When the weather slowly begins to heat up, pests start to get more active after having stayed dormant over the colder winter months.

  • Birds often start to find mates and start building their nests.
  • Moths which consumer leaves usually become active again.
  • Flies often emerge from their winter hibernation places and start to breed and spread out.
  • Squirrels also spend the winter in hibernation. When spring approaches these creatures start looking for a new home. This is usually the time when they make their way into lofts and other spaces.

Summer is arguably the best season for pests. It is the time when they are in full swing and breed as rapidly as they can. Wasps are one of the most common summer pests followed by flies and rodents. Many a summer picnics and BBQs have been ruined by the ‘home invasion’ of these pests.

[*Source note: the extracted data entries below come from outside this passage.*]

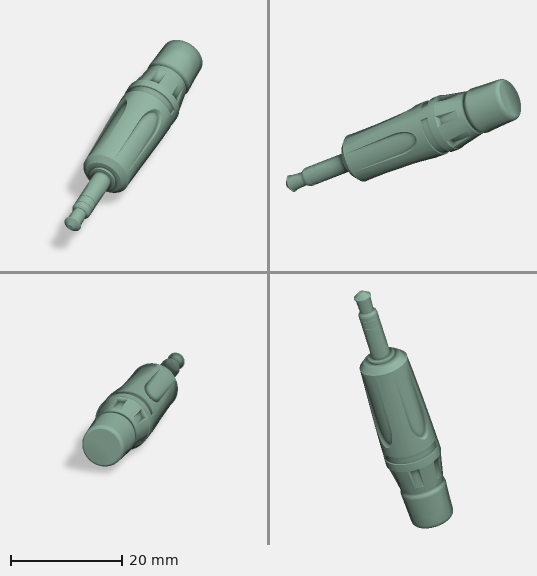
import cadquery as cq

length = 48.45

pin_radius = 1.75
tip_flat_radius = 0.55
tip_ridge_radius = 1.6
tip_cone_end = 0.85
tip_ridge_end = 1.05
waist_front_radius = 1.4
waist_back_radius = 1.25
waist_end = 3.95
pin_shoulder_front_radius = 1.4
pin_shoulder_middle_radius = 1.65
pin_shoulder_middle = 4.3
pin_shoulder_end = 4.6
ring_groove_centers = (5.3, 6.95)
ring_groove_width = 0.15
ring_groove_radius = 1.65

flange_radius = 2.5
flange_neck_radius = 2.35
flange_front = 13.45
flange_lip = 0.15

barrel_front = 14.05
barrel_nose_radius = 3.45
barrel_nose_end = 15.05
barrel_taper_start = 15.55
barrel_front_radius = 4.45
barrel_bulge = 0.075

collar_diameter = 10.3
collar_radius = collar_diameter / 2
collar_edge = 34.55
collar_cone_start = 35.25
collar_cone_radius = 5.05
collar_back = 40.55
collar_back_radius = 4.05

cap_neck_radius = 3.4
cap_round_start = 41.25
cap_round_start_radius = 3.95
cap_round_end = 41.95
cap_wide_radius = 4.2
cap_taper_end = 47.67
cap_narrow_radius = 3.92
cap_end_radius = 3.45
cap_front_bulge = 0.1
cap_end_bulge = 0.12

pocket_count = 4
pocket_front = barrel_taper_start
pocket_back = 30.45
pocket_arch_start = 25.78
pocket_half_width = 2.55
pocket_floor_radius = 4.4
pocket_wall_draft = 35
pocket_cutter_depth = 1.45

window_count = 6
window_front = collar_cone_start
window_front_overrun = 0.15
window_back = 40.0
window_front_half_width = 1.2
window_back_half_width = 1.55
window_cutter_depth = 1.2
window_floor_radius = 4.25
window_wall_draft = 35

recess_front = 32.2
recess_back = 33.75
recess_radius = 4.8
rib_half_width = 1.25


def revolved_body():
    """Solid of revolution from the pin tip to the cable end."""
    profile = (
        cq.Workplane("XY")
        .moveTo(0, 0)
        .lineTo(tip_flat_radius, 0)
        .lineTo(tip_ridge_radius, tip_cone_end)
        .lineTo(tip_ridge_radius, tip_ridge_end)
        .lineTo(waist_front_radius, tip_ridge_end)
        .lineTo(waist_back_radius, waist_end)
        .lineTo(pin_shoulder_front_radius, waist_end)
        .lineTo(pin_shoulder_middle_radius, pin_shoulder_middle)
        .lineTo(pin_radius, pin_shoulder_end)
        .lineTo(pin_radius, flange_front)
        .lineTo(flange_radius, flange_front)
        .lineTo(flange_radius, flange_front + flange_lip)
        .lineTo(flange_neck_radius, flange_front + flange_lip)
        .lineTo(flange_neck_radius, barrel_front)
        .lineTo(barrel_nose_radius, barrel_front)
        .lineTo(barrel_front_radius, barrel_nose_end)
        .lineTo(barrel_front_radius, barrel_taper_start)
        .sagittaArc((collar_radius, collar_edge), -barrel_bulge)
        .lineTo(collar_radius, collar_cone_start)
        .lineTo(collar_cone_radius, collar_cone_start)
        .lineTo(collar_back_radius, collar_back)
        .lineTo(cap_neck_radius, collar_back)
        .lineTo(cap_round_start_radius, cap_round_start)
        .sagittaArc((cap_wide_radius, cap_round_end), -cap_front_bulge)
        .lineTo(cap_narrow_radius, cap_taper_end)
        .sagittaArc((cap_end_radius, length), -cap_end_bulge)
        .lineTo(0, length)
        .close()
    )
    return profile.revolve(360, (0, 0, 0), (0, 1, 0))


def cylinder(radius, start, end):
    """Cylinder about the Y axis from Y = start to Y = end."""
    return cq.Workplane("XZ", origin=(0, start, 0)).circle(radius).extrude(start - end)


def ring(inner_radius, start, end):
    """Cutting ring that leaves a groove floor at inner_radius."""
    return cylinder(collar_diameter, start, end).cut(cylinder(inner_radius, start, end))


def pin_grooves():
    """Narrow grooves around the pin at its insulating rings."""
    half = ring_groove_width / 2
    grooves = cq.Workplane("XY")
    for center in ring_groove_centers:
        grooves = grooves.add(ring(ring_groove_radius, center - half, center + half))
    return grooves.combine()


def rib_recess():
    """Shallow groove ahead of the collar, with a rib left standing on each X side."""
    band = ring(recess_radius, recess_front, recess_back)
    rib_span = 2 * collar_diameter
    ribs = cq.Workplane("XY").box(rib_span, recess_back - recess_front, 2 * rib_half_width)
    return band.cut(ribs.translate((0, (recess_front + recess_back) / 2, 0)))


def trim_cutter(cutter, front, floor_radius):
    """Cutter limited to the space behind Y = front and outside a round floor."""
    behind_front = cutter.cut(cylinder(collar_diameter, 0, front))
    return behind_front.cut(cylinder(floor_radius, 0, length))


def grip_pocket():
    """Arched cutter above the barrel, with drafted walls and a round floor."""
    outline = (
        cq.Workplane("XY", origin=(0, 0, collar_radius))
        .moveTo(-pocket_half_width, barrel_front)
        .lineTo(pocket_half_width, barrel_front)
        .lineTo(pocket_half_width, pocket_arch_start)
        .ellipseArc(pocket_half_width, pocket_back - pocket_arch_start, 0, 180, startAtCurrent=True)
        .close()
    )
    cutter = outline.extrude(-pocket_cutter_depth, taper=pocket_wall_draft)
    return trim_cutter(cutter, pocket_front, pocket_floor_radius)


def collar_window():
    """Trapezoid cutter above the collar cone, with drafted walls and a round floor."""
    outline = (
        cq.Workplane("XY", origin=(0, 0, collar_radius))
        .moveTo(-window_front_half_width, window_front - window_front_overrun)
        .lineTo(window_front_half_width, window_front - window_front_overrun)
        .lineTo(window_back_half_width, window_back)
        .lineTo(-window_back_half_width, window_back)
        .close()
    )
    cutter = outline.extrude(-window_cutter_depth, taper=window_wall_draft)
    return trim_cutter(cutter, window_front, window_floor_radius)


def around_axis(cutter, count, first_angle):
    """Copies of a cutter spaced evenly about the Y axis."""
    copies = cq.Workplane("XY")
    for index in range(count):
        angle = first_angle + 360 * index / count
        copies = copies.add(cutter.rotate((0, 0, 0), (0, 1, 0), angle))
    return copies.combine()


result = (
    revolved_body()
    .cut(pin_grooves())
    .cut(rib_recess())
    .cut(around_axis(grip_pocket(), pocket_count, 180 / pocket_count))
    .cut(around_axis(collar_window(), window_count, 0))
)

  • Wasps build their nesting grounds and lay their eggs during this time. Although the creatures are not directly harmful, they can be very aggressive and territorial at this time of the year, because they’re at their strongest.
  • The number of fleas also multiplies. Since pets spend more time outdoors during summer, they are more likely to bring the pests back indoors with them.
  • Bees are also more active during summer as they go out to gather nectar. Many times, homeowners find a new beehive in their garden and require pest control to take care of it. Because of their sting, bees are more dangerous than some of the other pests and you should call our professional service to get rid of them.
  • Moths and flies usually start to multiply significantly during summer.
  • Ants begin to swarm to find new mates and start new colonies during summer.
  • Cockroaches become very noticeable in the summer, especially in the kitchen and toilets. This is due to the hotter temperatures and stronger smells.
  • Bedbugs are also very active in the summer.

Autumn is the month when things start to get cooler. The number of pests starts to dwindle as they begin to slow down their breeding activities.

  • Wasps start becoming dozy and docile. You may find them buzzing around occasionally as if they are drunk. This is usually the end-time for their life.
  • Spiders in particular are more active at this time of the year.
  • Squirrels will gather their food and start to look for shelter.
  • The second breeding phase for flies begins. These pests remain active during the season.
  • Rodents also become more active. Due to the approaching cold, rodents usually find shelter inside homes in the loft or inside walls.

The coldest months are when pests seek out warmth and shelter. You will find a number of insects especially rodents and lizards make their way inside your home.

  • Spiders come into our homes to escape the web-destroying frosts.
  • Rodents move indoors to escape the cold, increasing infestations.
  • In many cases, homeowners find squirrels nesting in lofts when they go to get their Christmas decorations.